Definition
The polar opposite of an addition reaction is an elimination reaction. For example, dehydration converts alkene to alcohol by reverse tracing the hydration process.
The two fundamental types of polar addition processes are electrophilic and nucleophilic addition. Non-polar addition processes involve free-radical addition and cycloadditions. Adding polymerization is a type of polymerization that includes addition operations. The product’s structure may dictate how rapidly it reacts to expel a leaving group, resulting in an addition–elimination reaction chain.
Addition reactions occur in unsaturated organic compounds with a carbon-to-carbon double bond, alkynes with a carbon-to-carbon triple bond, and aldehydes and ketones with a carbon-to-oxygen double bond. A process in which double or triple bonds are broken entirely or partially in order to admit extra atoms or groups of atoms in a molecule is known as an addition reaction. Addition reactions to alkenes and alkynes are commonly referred to as saturation reactions because they lead the carbon atoms to become saturated with the largest number of linked groups.
A frequent addition reaction is a hydrochlorination of propene (an alkene), which has the equation CH3CH = CH2 + HCl → CH3C+HCH3 + Cl– → CH3CHClCH3.
The positively charged hydrogen chloride ion, H+, joins one of the pair of carbon atoms joined by double bonds—in this case, the less alkylated carbon atom—followed by the negatively charged chloride ion, Cl, joining the other carbon atom.

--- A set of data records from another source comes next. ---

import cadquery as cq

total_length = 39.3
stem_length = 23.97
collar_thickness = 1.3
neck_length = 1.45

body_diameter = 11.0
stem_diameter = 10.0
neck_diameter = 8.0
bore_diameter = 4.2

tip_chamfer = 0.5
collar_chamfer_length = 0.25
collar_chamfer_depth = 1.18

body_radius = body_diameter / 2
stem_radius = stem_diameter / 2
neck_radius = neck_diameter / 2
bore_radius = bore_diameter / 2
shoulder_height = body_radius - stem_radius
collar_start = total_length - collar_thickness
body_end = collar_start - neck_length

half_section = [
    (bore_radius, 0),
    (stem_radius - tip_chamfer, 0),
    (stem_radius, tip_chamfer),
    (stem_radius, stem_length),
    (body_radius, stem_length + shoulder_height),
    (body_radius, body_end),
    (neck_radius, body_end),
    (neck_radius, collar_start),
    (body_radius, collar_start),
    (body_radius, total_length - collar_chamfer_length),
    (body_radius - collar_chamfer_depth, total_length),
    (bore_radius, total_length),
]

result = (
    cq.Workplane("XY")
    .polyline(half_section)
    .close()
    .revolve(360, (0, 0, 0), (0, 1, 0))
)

In reactions to aldehydes and ketones, the order of events is reversed, with the negatively charged component of the reagent being added to the carbon atom first, then the positively charged component to the oxygen atom. As a result, a methyl ketone (CH3(C = O)R, where R is an alkyl group) reacts with hydrogen cyanide in the following way:
Electron-seeking (electrophilic) reagents are expected to initiate propene hydrochlorination or the addition of alkenes in general, whereas electron-rich (nucleophilic) reagents initiate the addition of alkynes, aldehydes, and ketones. Other forms of addition reactions include catalyzed addition processes, such as the self-addition of alkenes (catalyzed by acids) or the hydrogenation of alkenes, aldehydes, and ketones (catalyzed by metals); cyclic compound formation and chain mechanism of addition reactions.

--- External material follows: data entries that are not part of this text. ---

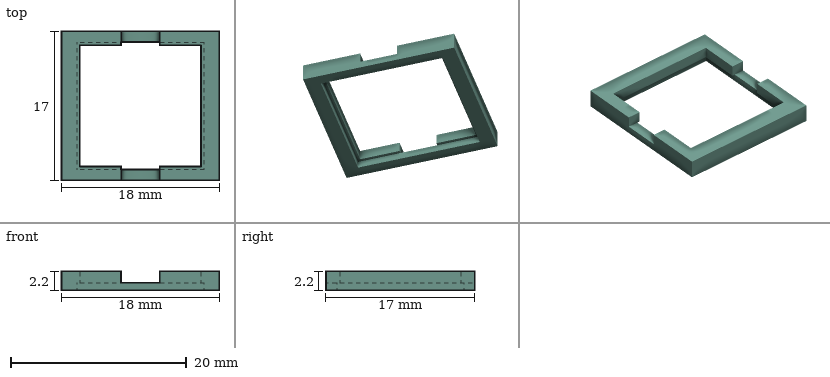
import cadquery as cq

LENGTH_X = 18.0
WIDTH_Y = 17.0
HEIGHT = 2.2

WINDOW_SIDE = 13.8
RECESS_SIDE = 14.5
STEP_HEIGHT = 0.9

NOTCH_WIDTH = 4.4


def block(size_x, size_y, bottom, top):
    """Block centred on the Z axis, spanning the heights bottom to top."""
    return (
        cq.Workplane("XY")
        .workplane(offset=bottom)
        .rect(size_x, size_y)
        .extrude(top - bottom)
    )


frame = block(LENGTH_X, WIDTH_Y, 0, HEIGHT)
window = block(WINDOW_SIDE, WINDOW_SIDE, 0, HEIGHT)
recess = block(RECESS_SIDE, RECESS_SIDE, 0, STEP_HEIGHT)
notches = block(NOTCH_WIDTH, WIDTH_Y, STEP_HEIGHT, HEIGHT)

result = frame.cut(window).cut(recess).cut(notches)

Addition Reaction Examples:
Halogenation
C2H4 + Br2 → C2Br2H4
Ethene + Bromine → Dibromoethane
- Hydration:
C2H4 + H2O → C2H5OH
Ethene + Water → Ethanol
Hydrogenation
C2H4 + H2 → C2H6
Ethene + Hydrogen → Ethane
Polymerization
(C2H3Cl)n → -CH2-CHCl-CH2-CHCl-CH2-CHCl-
Vinyl Chloride → Polyvinyl Chloride
Addition Reaction of Alkyne
C2H2 + HI → C2H3I
Ethyne + Hydrogen Iodide → Ethylene Iodide
Types of Addition Reaction
- Nucleophilic addition reaction
- Electrophilic addition reaction
- Free radical addition reaction
In Addition Reaction With Nucleophiles
The species that transfer a pair of electrons to create a covalent bond are known as nucleophiles, and they are also known as electron-rich species. In electrophilic unsaturated compounds, nucleophilic addition reactions are common.
Nucleophilic addition reactions are the most common form of aldehydes and ketones. The presence of larger groups surrounding the sp2 hybridized carbon reduces electrophilicity, creates impediments for the nucleophile, and so reduces the possibility of nucleophilic addition in organic compounds.
Electrophilic Addition Reaction
Electrophiles accept a pair of electrons in order to establish a new covalent bond. They are commonly known as electron-deficient species.
The electrophile is attacked by the pi electrons of the unsaturated species in an electrophilic addition process, and the nucleophile targets the electron-deficient species in the following step.
The major substances that undergo electrophilic addition reactions are alkenes and alkynes.
The Kharasch effect, also known as the Anti-Markovnikov addition reaction, is a free radical addition reaction. Only when the reagent is HBr and the solvent is peroxide can this unique addition reaction occur. Free radical addition is not seen in any other species. It controls how many hydrogen-free radicals are added to the intermediate form.
When unsymmetrical alkynes or alkenes react with HX (particularly HBr) in the presence of peroxide, a free radical is generated on the carbon with fewer hydrogen attached to it, according to Anti-Markovnikov’s rule.
Conclusion
An addition reaction is any of a series of chemical reactions in which an atom or group of atoms is added to a molecule. Addition reactions occur in unsaturated organic compounds with a carbon-to-carbon double bond, alkynes with a carbon-to-carbon triple bond, and aldehydes and ketones with a carbon-to-oxygen double bond. A process in which double or triple bonds are broken entirely or partially in order to admit extra atoms or groups of atoms in a molecule is known as an addition reaction.